Due to the time constraints we had with this exercise, there were a couple of improvements/extensions that we would of liked to have been able to add to our system:
  • • Using a Kinect sensor to be able to detect people using face detection, and then using the Kinect's depth sensor to be able to work out how far away the person is
  • • When guiding the person back to the room, check using a camera that the person is still following the robot
  • • A machine learning approach for laser/image detection of peoples legs

Advice to Future Students

The module itself was hard, compared to modules we had previously taken. Be prepared to do extra background research, and to spend a lot of time in the Computer Science labs. Some tips to take into consideration are:
  • • Always charge laptop + robot batteries when not running the robot we found our laptop battery would die extremely quickly after being charged, which was extremely irritating whilst trying to test the robot as we had to keep waiting for the laptop to become charged again before we could test a new piece of code.
  • • Remember that the time is limited don't be to ambitious with what you want to do, set yourself realistic goals. We found most things don't always work for the first time, as different sensors can be unpredictable, meaning code can take a while to tweak to work as expected.
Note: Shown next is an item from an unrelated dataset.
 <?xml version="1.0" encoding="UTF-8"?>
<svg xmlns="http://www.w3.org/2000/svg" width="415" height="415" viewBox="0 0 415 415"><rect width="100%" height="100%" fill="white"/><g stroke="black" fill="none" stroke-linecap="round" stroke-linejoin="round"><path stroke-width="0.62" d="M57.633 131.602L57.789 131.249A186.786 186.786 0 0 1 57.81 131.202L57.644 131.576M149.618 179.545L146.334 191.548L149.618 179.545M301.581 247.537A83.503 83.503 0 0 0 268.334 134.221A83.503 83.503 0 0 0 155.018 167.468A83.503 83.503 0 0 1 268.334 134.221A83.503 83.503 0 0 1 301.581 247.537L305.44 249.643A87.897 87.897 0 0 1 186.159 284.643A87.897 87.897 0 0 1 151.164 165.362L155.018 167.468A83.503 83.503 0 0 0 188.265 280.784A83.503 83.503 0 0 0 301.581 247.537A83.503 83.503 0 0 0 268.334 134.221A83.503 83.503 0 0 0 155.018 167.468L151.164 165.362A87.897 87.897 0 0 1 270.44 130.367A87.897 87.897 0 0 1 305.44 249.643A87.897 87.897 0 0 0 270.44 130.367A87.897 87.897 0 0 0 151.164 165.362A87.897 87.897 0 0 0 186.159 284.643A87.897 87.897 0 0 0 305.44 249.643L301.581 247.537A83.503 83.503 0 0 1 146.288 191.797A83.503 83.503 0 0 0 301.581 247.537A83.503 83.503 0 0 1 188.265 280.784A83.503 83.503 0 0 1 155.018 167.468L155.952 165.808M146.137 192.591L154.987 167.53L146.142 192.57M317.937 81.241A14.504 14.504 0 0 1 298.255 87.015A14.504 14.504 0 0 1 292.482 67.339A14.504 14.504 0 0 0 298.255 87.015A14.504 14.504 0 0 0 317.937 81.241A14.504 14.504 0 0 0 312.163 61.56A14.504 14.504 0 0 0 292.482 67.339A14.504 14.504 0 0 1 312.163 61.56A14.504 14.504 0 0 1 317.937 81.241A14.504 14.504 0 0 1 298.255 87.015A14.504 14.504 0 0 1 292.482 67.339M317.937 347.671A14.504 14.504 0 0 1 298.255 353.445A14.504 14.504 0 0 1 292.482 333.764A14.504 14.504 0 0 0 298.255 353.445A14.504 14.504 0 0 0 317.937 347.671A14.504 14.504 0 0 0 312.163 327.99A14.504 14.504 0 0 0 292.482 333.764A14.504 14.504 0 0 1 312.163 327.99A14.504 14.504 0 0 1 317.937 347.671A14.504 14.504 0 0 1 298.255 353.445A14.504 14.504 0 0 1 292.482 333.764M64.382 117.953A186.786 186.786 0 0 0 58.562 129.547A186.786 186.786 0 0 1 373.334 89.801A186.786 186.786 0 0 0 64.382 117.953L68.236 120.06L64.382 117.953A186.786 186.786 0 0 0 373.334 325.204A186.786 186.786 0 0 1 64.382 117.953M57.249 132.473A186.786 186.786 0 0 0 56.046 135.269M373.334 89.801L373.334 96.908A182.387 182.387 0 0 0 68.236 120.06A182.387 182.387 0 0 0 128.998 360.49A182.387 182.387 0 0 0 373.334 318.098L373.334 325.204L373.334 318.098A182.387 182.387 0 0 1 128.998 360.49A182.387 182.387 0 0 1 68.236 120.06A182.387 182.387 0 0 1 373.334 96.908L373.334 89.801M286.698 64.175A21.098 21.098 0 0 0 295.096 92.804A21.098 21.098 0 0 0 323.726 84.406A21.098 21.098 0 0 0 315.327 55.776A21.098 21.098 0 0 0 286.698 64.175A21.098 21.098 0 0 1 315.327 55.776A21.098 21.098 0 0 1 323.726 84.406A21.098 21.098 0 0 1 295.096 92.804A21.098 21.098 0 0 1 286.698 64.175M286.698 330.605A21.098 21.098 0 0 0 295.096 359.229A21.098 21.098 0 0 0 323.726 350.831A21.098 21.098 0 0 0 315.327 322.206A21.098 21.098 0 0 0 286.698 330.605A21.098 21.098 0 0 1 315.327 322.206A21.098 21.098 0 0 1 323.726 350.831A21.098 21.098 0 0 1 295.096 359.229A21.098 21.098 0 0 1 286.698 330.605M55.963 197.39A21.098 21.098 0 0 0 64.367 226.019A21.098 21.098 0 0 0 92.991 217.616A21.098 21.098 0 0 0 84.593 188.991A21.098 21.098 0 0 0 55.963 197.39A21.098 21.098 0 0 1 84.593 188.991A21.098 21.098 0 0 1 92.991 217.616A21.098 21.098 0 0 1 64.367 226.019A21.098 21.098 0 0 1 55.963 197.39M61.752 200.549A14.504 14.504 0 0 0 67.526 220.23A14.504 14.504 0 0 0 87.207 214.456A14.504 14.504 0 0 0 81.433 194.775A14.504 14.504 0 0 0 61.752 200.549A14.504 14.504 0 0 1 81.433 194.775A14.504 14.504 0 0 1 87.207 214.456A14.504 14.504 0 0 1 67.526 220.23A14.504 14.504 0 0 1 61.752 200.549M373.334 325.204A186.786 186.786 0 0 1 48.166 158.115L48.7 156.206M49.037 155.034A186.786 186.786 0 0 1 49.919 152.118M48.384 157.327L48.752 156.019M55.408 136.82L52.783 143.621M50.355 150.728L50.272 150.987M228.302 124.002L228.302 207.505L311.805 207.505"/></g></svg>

  • • Tweak the parameters! if using any of the Navstack components such as move base or AMCL, make sure to play around with the parameters, as we found this could dramatically change the behaviour of the robot.
  • • Use RVIZ and Stage, stage can be great to save time when testing trivial tasks, rather than having to go through setting up the robot, however make sure you do actually test it on the robot as robots are unpredictable! RVIZ is great if you need to visualise something for debugging, such as the robots laser readings, or the path that the robot has planned to move to
  • • Experiments!, remember to experiment on any parameters you have set, and different approaches you have used. Make sure each experiment is set out correctly and has the relevant sub headings, and all results tables have the correct measurements in. (We managed to loose quite a few marks by having the experiments done, but not having sub headings!).